Whats dubious about degiro?


----------



## Zebedee (8 Feb 2020)

I use IG and Interactive investor. No problems with either. I don’t know what their plans are re brexit. IG shifted spreadbetting to German subsidiary.


----------



## Techhead (9 Feb 2020)

20k guarantee on DEGIRO accounts. Anything over is lost if a bailout is needed. I’ve used them for along time but would be wary about going long term. I’m actually interested to know if anyone has a better low cost reliable alternative to use over the long term ? (Custodian account).  Etf sound great until you look Into their liablilty in Ireland for tax. Aren’t they liable to that 8yr rollup for Cgt?


----------



## jpd (10 Feb 2020)

Normally your assets (shares, bonds, ETfs, etc) are held in a custodian account and not by Degiro itself. So, in theory, if they went bust, your assets are safe. The 20k is to protect you from errors made by them in executing trades, etc

There is no "8yr rollup for CGT" - there is an Exit tax of 41% on income, gains on disposal and gains on deemed disposals every 8 years on ETF/funds.
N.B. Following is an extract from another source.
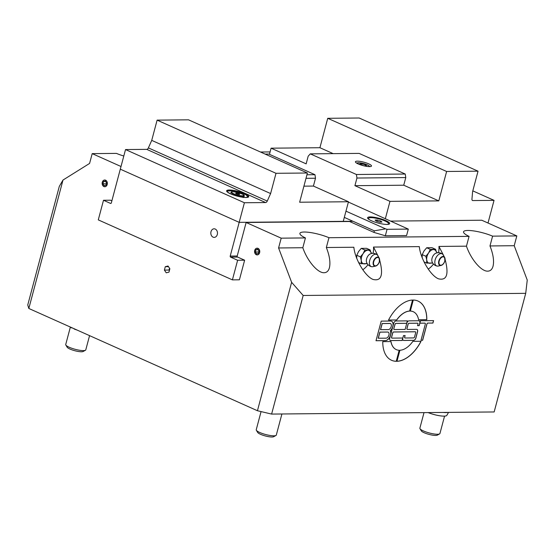 <?xml version="1.0" encoding="UTF-8"?>
<svg xmlns="http://www.w3.org/2000/svg" width="555" height="555" viewBox="0 0 555 555"><rect width="100%" height="100%" fill="white"/><g stroke="black" fill="none" stroke-linecap="round" stroke-linejoin="round"><path stroke-width="0.83" d="M379.634 259.955C383.588 275.002 381.368 281.496 372.981 279.422C365.044 276.217 355.02 259.351 353.854 247.246L326.347 247.509C329.594 255.772 330.613 262.515 329.413 267.76C328.504 270.993 326.742 272.644 324.106 272.727C317.682 273.088 307.303 260.899 302.822 247.731L305.43 237.928L281.191 238.164L246.136 222.479L237.006 256.792L244.63 260.198L239.413 279.803L232.406 279.873L237.623 260.267L230.616 257.131A0.832 0.645 89.5 0 1 230.214 256.077L239.184 222.354L352.966 221.265M125.52 149.566L244.401 202.748L239.184 222.354L343.254 221.362L348.471 201.749L299.644 202.221L307.414 173.007L276.001 173.306L270.611 193.556L151.73 140.38L148.386 147.901A2.074 1.235 114.1 0 1 146.735 149.364L125.52 149.566L120.303 169.171L239.184 222.354L120.303 169.171L111.326 202.894A0.832 0.645 89.5 0 1 110.514 203.407L103.501 200.272L110.501 200.202L111.881 200.82M438.533 252.705A17.642 10.483 114.1 0 0 438.943 246.434L466.457 246.17C470.938 259.338 481.317 271.527 487.741 271.159C490.377 271.083 492.139 269.425 493.048 266.192C494.248 260.954 493.228 254.204 489.982 245.948L514.214 245.712L527.25 280.067L525.717 293.338L303.176 295.468L291.618 282.315L257.444 410.735L28.825 308.469L62.992 180.049L89.591 163.427L92.199 153.624L121.011 166.507M291.618 282.315L278.582 247.967L281.191 238.164M254.696 250.444A3.365 2.608 89.5 0 1 257.131 248.182A3.365 2.608 89.5 0 1 259.775 251.526A3.365 2.608 89.5 0 1 257.194 254.911A3.365 2.608 89.5 0 1 254.696 250.444M102.28 182.262A3.365 2.608 89.5 0 1 104.715 180.007A3.365 2.608 89.5 0 1 107.358 183.344A3.365 2.608 89.5 0 1 104.784 186.737A3.365 2.608 89.5 0 1 102.28 182.262M246.136 222.479L349.553 221.494L373.938 232.399L385.337 235.778L406.579 235.57L408.307 229.104L387.064 229.305L385.337 235.778M390.928 221.098L481.768 220.231L516.823 235.91L492.59 236.146L489.982 245.948M305.43 237.928A18.683 3.954 -165.1 0 1 299.901 233.357A18.683 3.954 -165.1 0 1 310.411 232.538A18.683 3.954 -165.1 0 1 328.955 237.706L326.347 247.509M466.457 246.17L469.065 236.368L328.955 237.706M469.065 236.368A18.683 3.954 -165.1 0 1 463.536 231.796A18.683 3.954 -165.1 0 1 474.046 230.977A18.683 3.954 -165.1 0 1 492.59 236.146M344.315 217.393L374.354 230.831L385.531 228.854L345.973 211.157M374.354 230.831L373.938 232.399M348.387 202.069L408.307 229.104M370.247 216.929A11.419 2.414 -165.1 0 1 383.852 219.808A11.419 2.414 -165.1 0 1 389.27 224.053A11.419 2.414 -165.1 0 1 378.01 223.013A11.419 2.414 -165.1 0 1 367.722 218.323A11.419 2.414 -165.1 0 1 370.247 216.929M387.064 229.305L385.531 228.854M270.091 151.924L260.489 152.014M123.8 156.017A18.683 3.954 -165.1 0 1 116.432 153.388L92.199 153.624M444.562 416.118L439.935 433.517A10.379 2.199 -165.1 0 1 439.574 433.913A10.379 2.199 -165.1 0 1 437.52 434.26A10.379 2.199 -165.1 0 1 427.183 432.345A10.379 2.199 -165.1 0 1 419.989 428.703A10.379 2.199 -165.1 0 1 419.871 428.183L424.013 412.622M419.989 428.703L421.335 430.902A8.471 1.79 14.9 0 0 427.204 433.871A8.471 1.79 14.9 0 0 435.64 435.432A8.471 1.79 14.9 0 0 437.312 435.155L439.574 433.913M89.563 335.636L85.782 349.858A10.379 2.199 -165.1 0 1 85.421 350.254A10.379 2.199 -165.1 0 1 83.368 350.6A10.379 2.199 -165.1 0 1 73.031 348.686A10.379 2.199 -165.1 0 1 65.837 345.043A10.379 2.199 -165.1 0 1 65.719 344.523L70.353 327.117M65.837 345.043L67.183 347.243A8.471 1.79 14.9 0 0 73.052 350.212A8.471 1.79 14.9 0 0 81.488 351.773A8.471 1.79 14.9 0 0 83.16 351.495L85.421 350.254M281.912 413.981L276.3 435.085A10.379 2.199 -165.1 0 1 275.939 435.481A10.379 2.199 -165.1 0 1 273.886 435.821A10.379 2.199 -165.1 0 1 263.549 433.906A10.379 2.199 -165.1 0 1 256.354 430.264A10.379 2.199 -165.1 0 1 256.237 429.743L261.065 411.588M256.354 430.264L257.7 432.463A8.471 1.79 14.9 0 0 263.57 435.439A8.471 1.79 14.9 0 0 272.005 437A8.471 1.79 14.9 0 0 273.677 436.716L275.939 435.481M412.531 300.047L409.611 311.043A20.757 12.335 114.1 0 0 396.652 319.957L388.535 320.041M409.687 311.077A20.757 12.335 114.1 0 0 396.728 319.992L388.521 320.075A32.433 19.272 -65.9 0 1 412.622 300.047L409.611 311.043M420.974 341.276A32.433 19.272 -65.9 0 1 396.978 361.263M412.858 341.353L421.072 341.276A32.433 19.272 -65.9 0 1 396.971 361.298L399.905 350.267A20.757 12.335 114.1 0 0 412.858 341.353M390.991 341.561A20.757 12.335 114.1 0 0 396.319 349.622A20.757 12.335 114.1 0 0 399.253 350.274L396.319 361.305A32.433 19.272 -65.9 0 1 391.552 360.278A32.433 19.272 -65.9 0 1 382.777 341.637L390.991 341.561M390.921 341.561A20.757 12.335 114.1 0 0 396.242 349.588A20.757 12.335 114.1 0 0 396.277 349.601M399.17 350.274L396.242 361.27A32.433 19.272 -65.9 0 1 391.511 360.264M391.511 321.199A5.841 3.469 -65.9 0 1 392.767 326.479A5.841 3.469 -65.9 0 1 390.262 330.78A5.841 3.469 -65.9 0 1 390.484 335.053A5.841 3.469 -65.9 0 1 385.337 340.603L376.012 340.694M390.449 323.565A3.247 1.929 114.1 0 0 390.408 323.551A3.247 1.929 114.1 0 0 389.901 323.447L382.131 323.523L380.501 329.649L388.347 329.608A3.247 1.929 114.1 0 0 391.081 326.93A3.247 1.929 114.1 0 0 390.484 323.586A3.247 1.929 114.1 0 0 389.978 323.482L382.208 323.558L380.577 329.684M388.167 332.147A3.247 1.929 114.1 0 0 388.125 332.126A3.247 1.929 114.1 0 0 387.619 332.022L379.849 332.098L378.219 338.224L386.065 338.182A3.247 1.929 114.1 0 0 388.798 335.511A3.247 1.929 114.1 0 0 388.202 332.161A3.247 1.929 114.1 0 0 387.695 332.056L379.925 332.133L378.295 338.259M407.315 320.873L406.676 323.287L395.875 323.392A1.041 0.617 114.1 0 0 394.959 324.377L393.849 328.546A1.041 0.617 114.1 0 0 394.085 329.483A1.041 0.617 114.1 0 0 394.119 329.497M415.39 331.814A1.041 0.617 114.1 0 0 415.355 331.793A1.041 0.617 114.1 0 0 415.189 331.758L393.592 331.966A1.041 0.617 114.1 0 0 392.676 332.951L391.566 337.121A1.041 0.617 114.1 0 0 391.802 338.064A1.041 0.617 114.1 0 0 391.837 338.078M405.039 335.56L404.657 336.996A1.041 0.617 114.1 0 0 404.886 337.94A1.041 0.617 114.1 0 0 404.928 337.953M402.75 338.023L402.111 340.444L390.658 340.548A2.595 1.54 -65.9 0 1 390.283 340.486M416.944 329.406A2.595 1.54 -65.9 0 1 417.485 331.737L415.855 337.863A2.595 1.54 -65.9 0 1 413.565 340.333L403.749 340.423A2.595 1.54 -65.9 0 1 403.374 340.361M417.672 323.239A1.041 0.617 114.1 0 0 417.637 323.218A1.041 0.617 114.1 0 0 417.471 323.183L408.966 323.267A1.041 0.617 114.1 0 0 408.05 324.252L406.94 328.421A1.041 0.617 114.1 0 0 407.169 329.358A1.041 0.617 114.1 0 0 407.21 329.372M419.226 320.825A2.595 1.54 -65.9 0 1 419.767 323.163L419.115 325.612L417.561 325.625M425.04 323.163A1.041 0.617 114.1 0 0 424.998 323.149A1.041 0.617 114.1 0 0 424.839 323.114L419.851 323.163M433.497 320.624L432.858 323.038L427.78 323.086A1.041 0.617 114.1 0 0 426.871 324.071L422.563 340.25L421.016 340.264M414.55 336.934L415.66 332.771A1.041 0.617 114.1 0 0 415.431 331.828A1.041 0.617 114.1 0 0 415.265 331.793L393.668 332.001A1.041 0.617 114.1 0 0 392.753 332.986L391.643 337.156A1.041 0.617 114.1 0 0 391.879 338.099A1.041 0.617 114.1 0 0 392.038 338.127L402.84 338.023L402.188 340.479L390.734 340.583A2.595 1.54 -65.9 0 1 390.325 340.506A2.595 1.54 -65.9 0 1 389.749 338.148L393.662 323.447A2.595 1.54 -65.9 0 1 395.951 320.977L407.405 320.873L406.753 323.322A2.595 1.54 -65.9 0 1 409.042 320.852L418.858 320.762A2.595 1.54 -65.9 0 1 419.268 320.846A2.595 1.54 -65.9 0 1 419.844 323.197L419.192 325.646L417.554 325.66L417.943 324.189A1.041 0.617 114.1 0 0 417.714 323.253A1.041 0.617 114.1 0 0 417.547 323.218L409.042 323.301A1.041 0.617 114.1 0 0 408.126 324.286L407.016 328.449A1.041 0.617 114.1 0 0 407.245 329.392A1.041 0.617 114.1 0 0 407.412 329.427L416.576 329.337A2.595 1.54 -65.9 0 1 416.985 329.42A2.595 1.54 -65.9 0 1 417.561 331.772L415.931 337.898A2.595 1.54 -65.9 0 1 413.642 340.368L403.825 340.458A2.595 1.54 -65.9 0 1 403.416 340.381A2.595 1.54 -65.9 0 1 402.84 338.023L403.492 335.574L405.129 335.56L404.734 337.031A1.041 0.617 114.1 0 0 404.963 337.967A1.041 0.617 114.1 0 0 405.129 338.002L413.635 337.926A1.041 0.617 114.1 0 0 414.55 336.934M376.006 340.728L381.223 321.123L390.63 321.033A5.841 3.469 -65.9 0 1 391.546 321.213A5.841 3.469 -65.9 0 1 392.843 326.506A5.841 3.469 -65.9 0 1 390.338 330.815A5.841 3.469 -65.9 0 1 390.56 335.088A5.841 3.469 -65.9 0 1 385.413 340.638L376.006 340.728M393.925 328.574A1.041 0.617 114.1 0 0 394.154 329.517A1.041 0.617 114.1 0 0 394.321 329.552L405.122 329.448L406.753 323.322L395.951 323.426A1.041 0.617 114.1 0 0 395.035 324.411L393.849 328.546M427.856 323.121A1.041 0.617 114.1 0 0 426.941 324.106L422.639 340.277L421.002 340.298L425.31 324.12A1.041 0.617 114.1 0 0 425.075 323.183A1.041 0.617 114.1 0 0 424.915 323.149L419.844 323.197L420.496 320.748L433.587 320.624L432.935 323.072L427.78 323.086M417.998 301.053A32.433 19.272 -65.9 0 1 426.733 319.673L418.595 319.784A20.757 12.335 114.1 0 0 413.274 311.723A20.757 12.335 114.1 0 0 410.332 311.071L413.267 300.04A32.433 19.272 -65.9 0 1 418.04 301.067A32.433 19.272 -65.9 0 1 426.809 319.708M413.232 311.709A20.757 12.335 114.1 0 0 413.197 311.688A20.757 12.335 114.1 0 0 410.339 311.036M426.733 319.673L418.588 319.749M257.444 410.735L271.61 414.079L303.176 295.468M271.61 414.079L494.158 411.956L525.717 293.338M62.992 180.049L59.309 186.383L27.75 304.993L28.825 308.469M428.231 269.113A17.642 10.483 114.1 0 0 433.462 264.048M438.943 246.434L443.993 256.278M445.068 259.261C449.05 274.35 446.837 280.865 438.429 278.797C430.5 275.592 420.475 258.72 419.309 246.621L373.494 247.058L378.538 256.903M362.776 269.737A17.642 10.483 114.1 0 0 368.007 264.673M373.078 253.33A17.642 10.483 114.1 0 0 373.494 247.058M302.822 247.731L278.582 247.967M514.214 245.712L516.823 235.91M369.436 219.738A10.379 2.199 -165.1 0 1 368.499 218.406A10.379 2.199 -165.1 0 1 370.906 217.664A10.379 2.199 -165.1 0 1 382.277 219.919A10.379 2.199 -165.1 0 1 388.555 223.741A10.379 2.199 -165.1 0 1 387.078 224.428M376.255 221.098L375.104 220.064L377.372 220.037L380.792 221.05L381.944 222.083L379.675 222.104L376.255 221.098M377.372 220.037L377.032 221.327M380.792 221.05L380.515 222.097M428.3 412.58L428.293 412.649A12.383 2.622 14.9 0 0 446.803 415.39L448.558 412.393M443.237 412.441A13.493 2.851 14.9 0 0 447.753 412.4M74.169 328.747L74.141 328.99A12.383 2.622 14.9 0 0 77.11 330.065M70.013 326.888A12.383 2.622 14.9 0 0 71.859 327.97L71.879 327.721M72.504 328.005L71.859 327.97M432.713 263.077L430.736 263.132A7.264 4.315 -65.9 0 1 429.785 263.278A7.264 4.315 -65.9 0 1 426.733 259.886A7.264 4.315 -65.9 0 1 428.557 253.025A7.264 4.315 -65.9 0 1 433.441 249.556A7.264 4.315 -65.9 0 1 436.036 251.283L437.312 252.796M437.139 266.081A6.743 6.743 0 0 1 432.061 261.745A5.501 3.268 -65.9 0 1 435.883 253.191A6.743 6.743 0 0 1 442.495 254.093A6.632 3.94 -65.9 0 1 443.237 254.953L444.645 257.437A4.787 2.844 114.1 0 0 439.373 259.504A4.787 2.844 114.1 0 0 440.614 265.505A4.787 2.844 114.1 0 0 441.065 265.45A4.787 2.844 114.1 0 0 444.839 260.954A4.787 2.844 114.1 0 0 444.645 257.437L444.86 260.996C444.09 263.431 442.828 264.915 441.065 265.45L438.27 266.053A6.632 3.94 -65.9 0 1 437.652 266.123A6.632 3.94 -65.9 0 1 437.139 266.081A6.632 3.94 -65.9 0 1 435.134 259.9A6.632 3.94 -65.9 0 1 442.495 254.093M435.606 249.313L431.991 247.697L426.698 247.745L423.985 250.978L422.23 254.634L425.845 256.25L428.557 253.025L430.319 249.368L435.606 249.313L436.285 251.713M426.698 247.745L430.319 249.368M424.048 261.918L426.663 263.091L426.733 259.886L425.845 256.25M422.23 254.634L422.161 257.839M431.991 263.001L426.663 263.091M367.257 263.701L365.28 263.757A7.264 4.315 -65.9 0 1 364.337 263.902A7.264 4.315 -65.9 0 1 361.277 260.51A7.264 4.315 -65.9 0 1 363.102 253.649A7.264 4.315 -65.9 0 1 367.986 250.18A7.264 4.315 -65.9 0 1 370.58 251.908L371.864 253.42M371.683 266.705A6.743 6.743 0 0 1 366.605 262.369A5.501 3.268 -65.9 0 1 370.428 253.822A6.743 6.743 0 0 1 377.046 254.717A6.632 3.94 -65.9 0 1 377.782 255.584L379.197 258.061A4.787 2.844 114.1 0 0 373.917 260.128A4.787 2.844 114.1 0 0 375.159 266.129A4.787 2.844 114.1 0 0 375.61 266.074A4.787 2.844 114.1 0 0 379.384 261.578A4.787 2.844 114.1 0 0 379.197 258.061L379.412 261.62C378.635 264.055 377.372 265.54 375.61 266.074L372.821 266.677A6.632 3.94 -65.9 0 1 372.197 266.747A6.632 3.94 -65.9 0 1 371.683 266.705A6.632 3.94 -65.9 0 1 369.685 260.524A6.632 3.94 -65.9 0 1 377.046 254.717M370.157 249.937L366.536 248.321L361.243 248.369L358.53 251.602L356.775 255.258L360.389 256.875L363.102 253.649L364.864 249.993L370.157 249.937L370.83 252.338M361.243 248.369L364.864 249.993M358.592 262.543L361.215 263.715L361.277 260.51L360.389 256.875M356.775 255.258L356.705 258.464M366.543 263.625L361.215 263.715M169.601 268.342L168.977 270.042L169.393 270.521M168.97 272.137L166.229 272.81L164.398 270.091L165.3 266.691L168.033 266.018L169.872 268.738L168.97 272.137M168.977 270.042L164.398 270.091M168.47 266.664L165.3 266.691M104.812 186.73A3.365 2.608 89.5 0 1 102.342 182.262A3.365 2.608 89.5 0 1 104.749 180.007M106.553 182.879L106.31 183.913M103.528 181.554L105.353 181.103L106.574 182.921L105.97 185.183L104.146 185.634L102.925 183.816L103.528 181.554L105.644 181.534M102.925 183.816L106.199 183.788M105.568 180.292A3.261 2.532 89.5 0 1 106.414 185.835A3.261 2.532 89.5 0 1 102.266 183.982A3.261 2.532 89.5 0 1 105.568 180.292M257.229 254.911A3.365 2.608 89.5 0 1 254.759 250.444A3.365 2.608 89.5 0 1 257.166 248.182M258.963 251.061L258.727 252.095M255.938 249.736L257.763 249.285L258.991 251.096L258.387 253.364L256.563 253.808L255.342 251.998L255.938 249.736L258.054 249.715M255.342 251.998L258.609 251.97M257.985 248.467A3.261 2.532 89.5 0 1 258.824 254.017A3.261 2.532 89.5 0 1 254.683 252.157A3.261 2.532 89.5 0 1 257.985 248.467M103.501 200.272L98.284 219.877L232.406 279.873M211.004 231.685A4.287 3.33 89.5 0 1 214.112 228.806A4.287 3.33 89.5 0 1 217.484 233.065A4.287 3.33 89.5 0 1 214.195 237.387A4.287 3.33 89.5 0 1 211.004 231.685M237.623 260.267L244.63 260.198M405.24 174.034L359.113 153.395L310.28 153.86L356.414 174.499L356.948 178.03L405.781 177.565L405.24 174.034L356.414 174.499M356.948 178.03L354.916 185.675L389.971 201.354L438.797 200.889L403.742 185.21L405.781 177.565M438.797 200.889L446.622 171.481L478.042 171.183L472.603 191.628L471.951 199.12A2.074 1.235 114.1 0 0 472.499 200.501A2.074 1.235 114.1 0 0 472.825 200.563L494.04 200.362L488.012 223.02M333.18 153.645L319.916 147.713L327.741 118.298L446.622 171.481M327.741 118.298L359.161 118L478.042 171.183M319.916 147.713L271.09 148.178L306.145 163.857L308.178 156.212L310.28 153.86M269.452 154.339L271.09 148.178M389.971 201.354L385.378 218.614M403.742 185.21L354.916 185.675M358.218 163.94A8.304 1.755 -165.1 0 1 355.429 161.755A8.304 1.755 -165.1 0 1 363.907 162.192A8.304 1.755 -165.1 0 1 371.482 166.028A8.304 1.755 -165.1 0 1 366.605 166.361A8.304 1.755 -165.1 0 1 358.218 163.94M494.04 200.362L472.804 190.864M360.93 164.891L359.772 163.857L362.04 163.836L365.461 164.849L366.612 165.883L364.351 165.903L360.93 164.891M361.7 165.119L362.04 163.836M365.183 165.896L365.461 164.849M270.611 193.556L267.267 201.076A2.074 1.235 -65.9 0 1 265.616 202.547L244.401 202.748M236.152 193.078A2.074 0.437 -165.1 0 1 238.428 193.528A2.074 0.437 -165.1 0 1 239.684 194.292A2.074 0.437 -165.1 0 1 237.568 194.181A2.074 0.437 -165.1 0 1 235.674 193.223A2.074 0.437 -165.1 0 1 236.152 193.078M348.471 201.749L313.415 186.071L315.504 178.231L314.969 174.7L268.835 154.061L265.144 154.096M307.414 173.007L188.533 119.825L157.114 120.13L151.73 140.38M276.001 173.306L157.114 120.13M303.918 186.161L313.415 186.071M306.006 178.322L315.504 178.231M314.969 174.7L306.95 174.776M444.77 261.023A4.426 2.629 -65.9 0 1 439.622 264.679A4.426 2.629 -65.9 0 1 441.544 257.444A4.426 2.629 -65.9 0 1 444.77 261.023M379.315 261.648A4.426 2.629 -65.9 0 1 374.167 265.311A4.426 2.629 -65.9 0 1 376.089 258.075A4.426 2.629 -65.9 0 1 379.315 261.648M230.214 256.077L237.214 256.008M230.616 257.131L237.616 257.062M110.514 203.407L110.944 203.401M472.825 200.563L472.236 200.3M356.969 163.316A6.438 1.36 -165.1 0 1 363.546 163.558A6.438 1.36 -165.1 0 1 369.373 166.618M247.579 196.276A10.94 2.317 -165.1 0 1 248.078 197.032L245.768 197.483C240.988 197.261 235.917 196.054 230.561 193.841C224.4 190.393 228.036 191.808 227.016 191.447L227.016 191.447A10.94 2.317 -165.1 0 1 227.834 191.017M230.478 193.827A11.419 2.414 14.9 0 0 248.536 196.97A11.419 2.414 14.9 0 0 234.016 190.476A11.419 2.414 14.9 0 0 230.478 193.827M231.019 192.876A6.702 1.415 -165.1 0 1 231.012 192.862L231.49 191.961C230.998 191.468 233.162 191.635 237.977 192.46C247.995 196.102 242.75 195.27 243.909 196.297A6.702 1.415 -165.1 0 1 243.902 196.303L243.909 196.297M233.752 193.799A6.23 1.318 14.9 0 0 243.603 195.513A6.23 1.318 14.9 0 0 235.681 191.968A6.23 1.318 14.9 0 0 233.752 193.799M146.735 149.364L265.616 202.547M148.386 147.901L267.267 201.076M368.499 218.406L368.34 218.982M388.555 223.741L388.403 224.324M369.873 166.611L368.471 165.404L365.114 164.002L359.737 162.795L356.532 163.059M243.097 197.615L244.242 196.262C242.091 196.525 238.359 195.742 233.051 193.903L230.741 192.668M248.023 197.108L246.129 194.909L240.703 192.439L233.26 190.705L227.904 190.989L227.037 191.524"/></g></svg>

Degiro are not liable for that, you are - only funds held by Irish based investment/insurance companies do the calculation and payment for you, in all other cases you have to do the work yourself and submit a return to Revenue


----------



## galway_blow_in (10 Feb 2020)

Saxo


----------



## irishguy (10 Feb 2020)

They lend your shares out for other people to short. There has been a few threads about them, so I'd prefer not to hold large positions with them if I don't need to, as a number or other brokers offer free etc trading.


----------



## llgon (10 Feb 2020)

irishguy said:


> a number or other brokers offer free etc trading.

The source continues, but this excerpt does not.